Another reason is it is hard for the costs to decrease. Take copper. It had been selling for $1+ per unit. When it hit $4 per unit the companies refused to eat the cost and raised prices on everything involving copper. For the last year copper has been between $2 and $2.40 per unit. Have the prices come down or are you still paying for $4+ per unit copper? The latter I think.


----------



## du-bousquetaire (Feb 14, 2011)

I still think that some visibility of this devaluation should have appeared. But it hasn't and that isn't helping the market. Some of the answers to this forum seem to really take the plight of our dealers more to hart than that of the hobbyist, isn''t it stange... Or has this become a dealers forum? Sure the Chinese middle class is asking for more and I do agree that it is fair for them to do so, but I don't get the impression that they get what they want by just klicking their fingers. And I doubt that they have gotten much of a raise yet. And so far I have found their quality is not as bad as some say. I have on the other hand seen one very famous company making live steam from another country turn out some incredibly filthy boilers for an engine famous for it's exhorbitant price.... So reputations are often not what people think. I really don't know where this 10% devaluation did its disapearing act in the gauge one market. No sight of it anywhere. Strange to me.


----------



## MIkeintallahassee (Jan 18, 2016)

It probably did not go to the dealers. I have been in LS for fifteen + years. Nobody gets rich. Most dealers make a little money, but not a lot, considering time and investment. Don't forget the pleasures of currency fluctuations, shipping charges, and being thousands of miles away from and in a different language from your suppliers.And some go broke

Everybody wants a deal, because we're all friends, right?

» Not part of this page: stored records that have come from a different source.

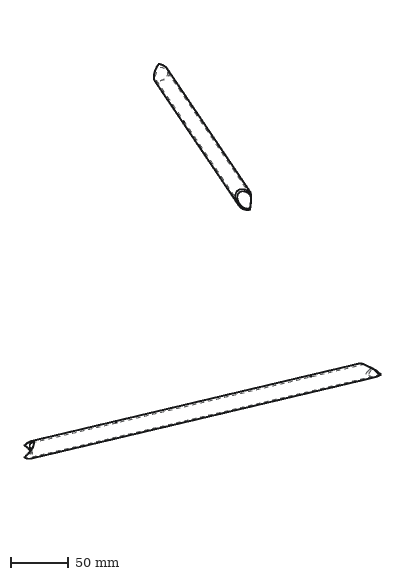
import cadquery as cq
import math

outer_diameter = 15.0
wall = 1.5
inner_diameter = outer_diameter - 2 * wall

length_x = 181.5
length_y = 273.3
side_run = 179.0
rise = 0.57
far_joint = cq.Vector(-length_x / 2, length_y / 2, 0)
axis = cq.Vector(side_run, -length_y, rise).normalized()
overrun = 13.7
tube_length = math.hypot(length_x, length_y)

crossing_axis = cq.Vector(side_run, length_y, 0)

near_mitres = [
    (321.0, cq.Vector(-0.07, -0.78, 0.62)),
    (331.2, cq.Vector(0.96, 0.22, 0.15)),
    (326.0, cq.Vector(0.16, -0.99, -0.04)),
]
trim_size = 8 * outer_diameter


def rod(diameter, start, direction, length):
    """Solid cylinder from a start point along a direction."""
    plane = cq.Plane(origin=start, normal=direction)
    return cq.Workplane(plane).circle(diameter / 2).extrude(length)


def raw_tube():
    start = far_joint - axis * overrun
    length = tube_length + 2 * overrun
    outside = rod(outer_diameter, start, axis, length)
    return outside.cut(rod(inner_diameter, start, axis, length))


def crossing_tube():
    """Solid cylinder with the outline of the tube that meets the far end."""
    half_length = 4 * outer_diameter
    direction = crossing_axis.normalized()
    return rod(outer_diameter, far_joint - direction * half_length, direction, 2 * half_length)


def beyond_mitre(distance, normal):
    """Block on the outer side of a mitre plane."""
    plane = cq.Plane(origin=far_joint + axis * distance, normal=normal)
    return cq.Workplane(plane).rect(trim_size, trim_size).extrude(trim_size)


trimmed = raw_tube().cut(crossing_tube())
for distance, normal in near_mitres:
    trimmed = trimmed.cut(beyond_mitre(distance, normal))

result = cq.Workplane(max(trimmed.solids().vals(), key=lambda piece: piece.Volume()))

I've gotten some deals, but mostly in the seconded hand market and by buying new release (untested) models. On the other handed, I've consistently gotten value.

And no, I am not a dealer -- who would want the heartburn!?!

Still, it's cheaper than golf or fooling around on the wife.

Regards, Mike


----------



## Kovacjr (Jan 2, 2008)

MIkeintallahassee said:


> It probably did not go to the dealers. I have been in LS for fifteen + years. Nobody gets rich. Most dealers make a little money, but not a lot, considering time and investment. Don't forget the pleasures of currency fluctuations, shipping charges, and being thousands of miles away from and in a different language from your suppliers.And some go broke
> 
> Everybody wants a deal, because we're all friends, right?
> 
> ...


 
 Mike,

I am a dealer and completely agree with you.


----------



## du-bousquetaire (Feb 14, 2011)

Grant you, being a dealer in the present times is not easy. I can vouch for that because I worked for a leading Paris dealer for four years, doing his N gauge production (of all things, great occupation for a gauge one man!) But I get the feeling that some dealers bring it on to themselves, by not using such occurences as a devaluation to bring their prices down, which in turn would help the market pick up. Any professional activity brings heartburns, not only dealers. 
I have fled the French market because dealers took us Frenchies for a ride since forty years of modeling in gauge one. You know how: "Why stock a Marklin box car that takes up the shelf space of arouind 36 plastic HO box cars that will all be sold in a couple of months (because it's a hit in the maket) when the Marklin one will stay on that shelf for years"? And you know why it will stay on that shelf for years? Because it is sold at too big a margin. So people who would be interested, buy it where its cheaper. The result is that gauge one never picked up in France. It would be sad if that happened to the US maket now.
When I go to Switzerlanfd they have plenty of gauge one and in Germany too and their market is flourishing.
But I do recognise that it is a tricky business. But pre order sales, especially ones where you are told a price "if you reserve early", then they announce you a price hike a couple of weeks after (or before) a devaluation, is no way top do business and it happened recently in a few occasions. the Aster 2-4-1P went through I beleive three price hikes like that, wow! Ouch! 
Then there is this practice of making smaller and smaller series when Aster came out with the Schools class they made over 2000 of them the PLM pacific there were over 600. the 2-4-1 P around 70...
And I don't beleive that US dealers are loosing money on shipping the prices are wild here. Nearly all my American stuff comes from the US; I often pay more for shipping than the price of the book or the car! And with the new rules with French Customs it's even worse. They should be charging 20% but they have a special charge to present your goods in customs another ten bucks or so and so on... It's getting to a point where I just will stop buying.
Sure there is the plight of the dealer but what about the plight of the customer? Or is gauge one going to become the collectors scale in the USA like it has in France...


----------



## BigRedOne (Dec 13, 2012)

Gauge One already seems to be withering in the US. When I got into model trains in 2003, my dealers at the time were giving up carrying any Gauge One, making it special order only. (I am speaking here of Marklin; I bought Marklin HO, but the same dealers had a few pieces of Gauge One.) Most stuff is 1:29 plastic here.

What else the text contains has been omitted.